Starting at the first line of the entries below, restate each line exactly until you reach the line with "FORK_TIP_RADIUS = 17.5", and print that one too. Leave the pictures out and stop there.
··· Given entries ···
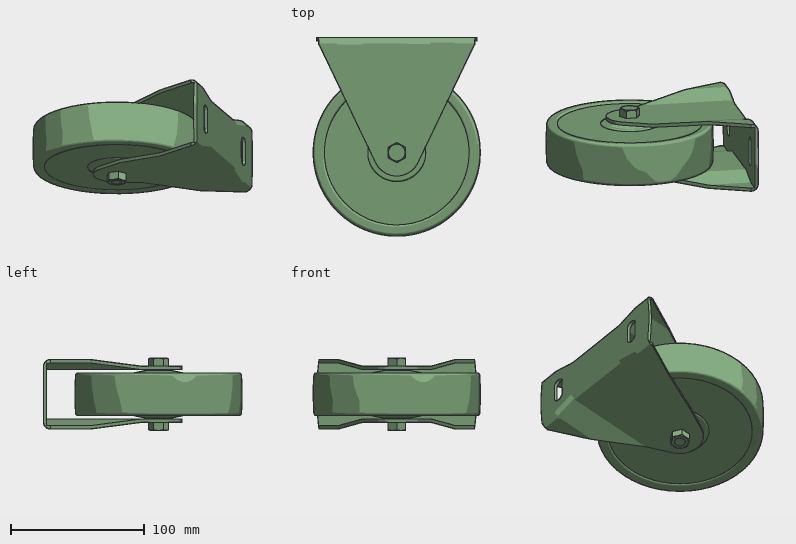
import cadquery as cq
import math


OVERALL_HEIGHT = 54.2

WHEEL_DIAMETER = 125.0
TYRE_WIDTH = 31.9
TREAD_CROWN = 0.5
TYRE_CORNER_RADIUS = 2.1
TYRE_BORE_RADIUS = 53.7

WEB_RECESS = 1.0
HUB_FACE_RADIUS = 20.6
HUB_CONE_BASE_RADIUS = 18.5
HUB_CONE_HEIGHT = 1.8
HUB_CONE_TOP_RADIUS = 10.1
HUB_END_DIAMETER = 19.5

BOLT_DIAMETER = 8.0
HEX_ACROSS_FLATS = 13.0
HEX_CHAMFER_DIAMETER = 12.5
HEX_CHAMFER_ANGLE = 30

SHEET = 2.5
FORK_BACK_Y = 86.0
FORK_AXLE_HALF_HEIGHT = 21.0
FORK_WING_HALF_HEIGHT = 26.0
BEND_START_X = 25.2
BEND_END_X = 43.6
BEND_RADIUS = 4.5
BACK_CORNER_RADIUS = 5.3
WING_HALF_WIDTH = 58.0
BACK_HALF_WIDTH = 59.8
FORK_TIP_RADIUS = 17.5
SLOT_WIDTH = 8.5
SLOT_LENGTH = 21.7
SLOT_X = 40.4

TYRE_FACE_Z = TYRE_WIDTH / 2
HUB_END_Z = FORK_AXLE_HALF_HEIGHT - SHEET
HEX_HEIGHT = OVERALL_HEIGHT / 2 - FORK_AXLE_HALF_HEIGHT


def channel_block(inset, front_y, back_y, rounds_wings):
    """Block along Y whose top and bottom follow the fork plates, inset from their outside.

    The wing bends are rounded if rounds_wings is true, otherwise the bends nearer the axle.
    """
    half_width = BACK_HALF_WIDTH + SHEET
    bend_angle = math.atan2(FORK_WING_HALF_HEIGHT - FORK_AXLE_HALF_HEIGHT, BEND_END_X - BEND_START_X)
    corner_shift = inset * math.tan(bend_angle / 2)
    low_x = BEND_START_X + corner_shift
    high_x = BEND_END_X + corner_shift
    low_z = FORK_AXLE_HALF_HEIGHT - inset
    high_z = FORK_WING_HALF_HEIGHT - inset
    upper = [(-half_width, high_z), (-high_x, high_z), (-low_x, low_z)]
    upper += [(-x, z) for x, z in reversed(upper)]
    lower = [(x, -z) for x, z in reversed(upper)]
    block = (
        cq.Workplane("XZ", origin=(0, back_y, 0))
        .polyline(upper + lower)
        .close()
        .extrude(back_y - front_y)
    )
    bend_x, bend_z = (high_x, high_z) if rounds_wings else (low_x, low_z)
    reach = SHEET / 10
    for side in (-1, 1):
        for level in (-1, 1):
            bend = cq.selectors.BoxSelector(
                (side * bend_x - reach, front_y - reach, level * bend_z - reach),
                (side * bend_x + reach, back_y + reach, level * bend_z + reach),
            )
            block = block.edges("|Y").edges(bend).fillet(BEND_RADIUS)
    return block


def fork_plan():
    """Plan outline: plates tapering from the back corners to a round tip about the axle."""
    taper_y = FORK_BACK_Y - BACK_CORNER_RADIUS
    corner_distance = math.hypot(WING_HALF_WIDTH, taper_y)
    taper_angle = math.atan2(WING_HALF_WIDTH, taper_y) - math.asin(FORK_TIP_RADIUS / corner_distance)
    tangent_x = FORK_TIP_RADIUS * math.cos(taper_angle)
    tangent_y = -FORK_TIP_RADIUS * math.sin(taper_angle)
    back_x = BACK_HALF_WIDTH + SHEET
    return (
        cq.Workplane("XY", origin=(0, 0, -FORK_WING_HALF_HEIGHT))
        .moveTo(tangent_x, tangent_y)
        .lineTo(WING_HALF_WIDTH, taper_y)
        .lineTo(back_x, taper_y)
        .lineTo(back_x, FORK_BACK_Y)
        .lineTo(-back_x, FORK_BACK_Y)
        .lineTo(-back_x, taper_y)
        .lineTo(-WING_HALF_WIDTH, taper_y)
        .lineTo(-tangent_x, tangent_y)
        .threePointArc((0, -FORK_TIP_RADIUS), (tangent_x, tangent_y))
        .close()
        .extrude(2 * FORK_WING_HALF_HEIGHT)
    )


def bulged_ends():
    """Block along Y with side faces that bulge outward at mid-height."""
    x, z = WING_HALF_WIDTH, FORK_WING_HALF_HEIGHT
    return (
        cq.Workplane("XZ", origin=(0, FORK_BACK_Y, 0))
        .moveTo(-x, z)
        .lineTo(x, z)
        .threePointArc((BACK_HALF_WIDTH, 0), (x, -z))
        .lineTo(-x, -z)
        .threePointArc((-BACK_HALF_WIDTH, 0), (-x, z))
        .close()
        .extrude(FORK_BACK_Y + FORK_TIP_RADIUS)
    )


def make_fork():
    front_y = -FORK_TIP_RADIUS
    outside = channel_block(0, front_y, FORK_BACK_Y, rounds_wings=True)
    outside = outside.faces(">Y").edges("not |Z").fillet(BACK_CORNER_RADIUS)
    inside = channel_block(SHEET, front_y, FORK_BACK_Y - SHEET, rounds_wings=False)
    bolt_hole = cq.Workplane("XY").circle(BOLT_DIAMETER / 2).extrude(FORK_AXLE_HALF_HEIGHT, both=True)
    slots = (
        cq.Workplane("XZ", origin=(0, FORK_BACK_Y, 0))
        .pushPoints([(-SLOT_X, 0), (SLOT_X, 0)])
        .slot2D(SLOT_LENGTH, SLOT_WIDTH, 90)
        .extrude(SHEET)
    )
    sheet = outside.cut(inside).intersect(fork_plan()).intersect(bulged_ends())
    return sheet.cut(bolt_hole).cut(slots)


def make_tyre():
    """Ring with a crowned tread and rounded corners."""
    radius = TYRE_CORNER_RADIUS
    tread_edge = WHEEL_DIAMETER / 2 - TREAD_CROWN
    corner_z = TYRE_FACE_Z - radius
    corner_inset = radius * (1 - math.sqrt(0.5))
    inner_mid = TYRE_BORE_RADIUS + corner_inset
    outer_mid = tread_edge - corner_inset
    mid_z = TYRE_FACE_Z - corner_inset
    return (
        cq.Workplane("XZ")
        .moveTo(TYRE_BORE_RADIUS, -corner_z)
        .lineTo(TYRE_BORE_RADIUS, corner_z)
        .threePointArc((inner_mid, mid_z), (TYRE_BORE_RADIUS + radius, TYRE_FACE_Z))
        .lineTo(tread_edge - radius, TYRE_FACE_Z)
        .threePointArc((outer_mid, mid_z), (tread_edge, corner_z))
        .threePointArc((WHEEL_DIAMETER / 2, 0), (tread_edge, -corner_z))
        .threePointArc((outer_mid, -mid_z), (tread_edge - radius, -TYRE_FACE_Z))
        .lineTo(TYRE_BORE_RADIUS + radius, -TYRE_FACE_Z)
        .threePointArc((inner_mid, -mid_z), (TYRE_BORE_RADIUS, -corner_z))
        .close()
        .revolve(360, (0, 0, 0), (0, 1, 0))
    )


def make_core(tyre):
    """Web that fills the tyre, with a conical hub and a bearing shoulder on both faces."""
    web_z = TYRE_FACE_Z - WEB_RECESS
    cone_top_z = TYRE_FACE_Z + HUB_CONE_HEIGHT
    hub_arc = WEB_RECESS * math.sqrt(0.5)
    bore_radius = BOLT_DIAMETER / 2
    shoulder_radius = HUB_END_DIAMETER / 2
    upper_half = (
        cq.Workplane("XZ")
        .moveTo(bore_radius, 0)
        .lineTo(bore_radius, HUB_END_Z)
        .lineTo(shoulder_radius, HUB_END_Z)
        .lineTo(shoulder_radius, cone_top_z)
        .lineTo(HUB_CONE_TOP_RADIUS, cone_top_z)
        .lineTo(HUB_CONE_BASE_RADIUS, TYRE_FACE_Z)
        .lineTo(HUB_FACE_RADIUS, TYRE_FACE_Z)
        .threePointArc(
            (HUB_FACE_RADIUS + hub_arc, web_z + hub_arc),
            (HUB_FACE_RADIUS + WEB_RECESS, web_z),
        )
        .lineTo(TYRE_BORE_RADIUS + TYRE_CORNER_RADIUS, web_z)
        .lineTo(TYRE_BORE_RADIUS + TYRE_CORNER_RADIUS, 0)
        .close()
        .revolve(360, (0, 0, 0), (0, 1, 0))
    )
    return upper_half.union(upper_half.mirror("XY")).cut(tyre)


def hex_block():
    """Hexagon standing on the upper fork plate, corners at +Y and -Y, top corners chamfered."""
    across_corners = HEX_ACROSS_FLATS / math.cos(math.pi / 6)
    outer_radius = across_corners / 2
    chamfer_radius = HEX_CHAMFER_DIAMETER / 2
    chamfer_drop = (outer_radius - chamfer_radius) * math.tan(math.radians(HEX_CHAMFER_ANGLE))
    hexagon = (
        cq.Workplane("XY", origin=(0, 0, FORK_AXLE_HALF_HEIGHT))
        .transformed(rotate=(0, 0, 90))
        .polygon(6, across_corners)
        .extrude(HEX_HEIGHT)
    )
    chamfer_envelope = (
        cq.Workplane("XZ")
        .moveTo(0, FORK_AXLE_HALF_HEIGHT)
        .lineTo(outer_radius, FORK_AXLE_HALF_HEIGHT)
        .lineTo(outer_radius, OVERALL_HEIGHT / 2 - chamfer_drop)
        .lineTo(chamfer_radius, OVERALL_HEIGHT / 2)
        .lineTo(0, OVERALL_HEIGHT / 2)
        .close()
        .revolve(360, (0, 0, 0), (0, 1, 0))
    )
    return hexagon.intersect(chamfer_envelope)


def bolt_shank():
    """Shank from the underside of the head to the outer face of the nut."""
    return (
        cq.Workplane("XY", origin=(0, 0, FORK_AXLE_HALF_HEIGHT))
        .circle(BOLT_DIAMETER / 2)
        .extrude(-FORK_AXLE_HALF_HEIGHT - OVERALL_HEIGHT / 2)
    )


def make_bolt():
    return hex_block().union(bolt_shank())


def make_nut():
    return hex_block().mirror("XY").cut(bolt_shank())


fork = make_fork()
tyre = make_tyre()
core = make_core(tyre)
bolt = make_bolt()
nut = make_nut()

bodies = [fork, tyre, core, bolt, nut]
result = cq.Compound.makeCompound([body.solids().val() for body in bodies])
···
▶ **Your solution**:
import cadquery as cq
import math


OVERALL_HEIGHT = 54.2

WHEEL_DIAMETER = 125.0
TYRE_WIDTH = 31.9
TREAD_CROWN = 0.5
TYRE_CORNER_RADIUS = 2.1
TYRE_BORE_RADIUS = 53.7

WEB_RECESS = 1.0
HUB_FACE_RADIUS = 20.6
HUB_CONE_BASE_RADIUS = 18.5
HUB_CONE_HEIGHT = 1.8
HUB_CONE_TOP_RADIUS = 10.1
HUB_END_DIAMETER = 19.5

BOLT_DIAMETER = 8.0
HEX_ACROSS_FLATS = 13.0
HEX_CHAMFER_DIAMETER = 12.5
HEX_CHAMFER_ANGLE = 30

SHEET = 2.5
FORK_BACK_Y = 86.0
FORK_AXLE_HALF_HEIGHT = 21.0
FORK_WING_HALF_HEIGHT = 26.0
BEND_START_X = 25.2
BEND_END_X = 43.6
BEND_RADIUS = 4.5
BACK_CORNER_RADIUS = 5.3
WING_HALF_WIDTH = 58.0
BACK_HALF_WIDTH = 59.8
FORK_TIP_RADIUS = 17.5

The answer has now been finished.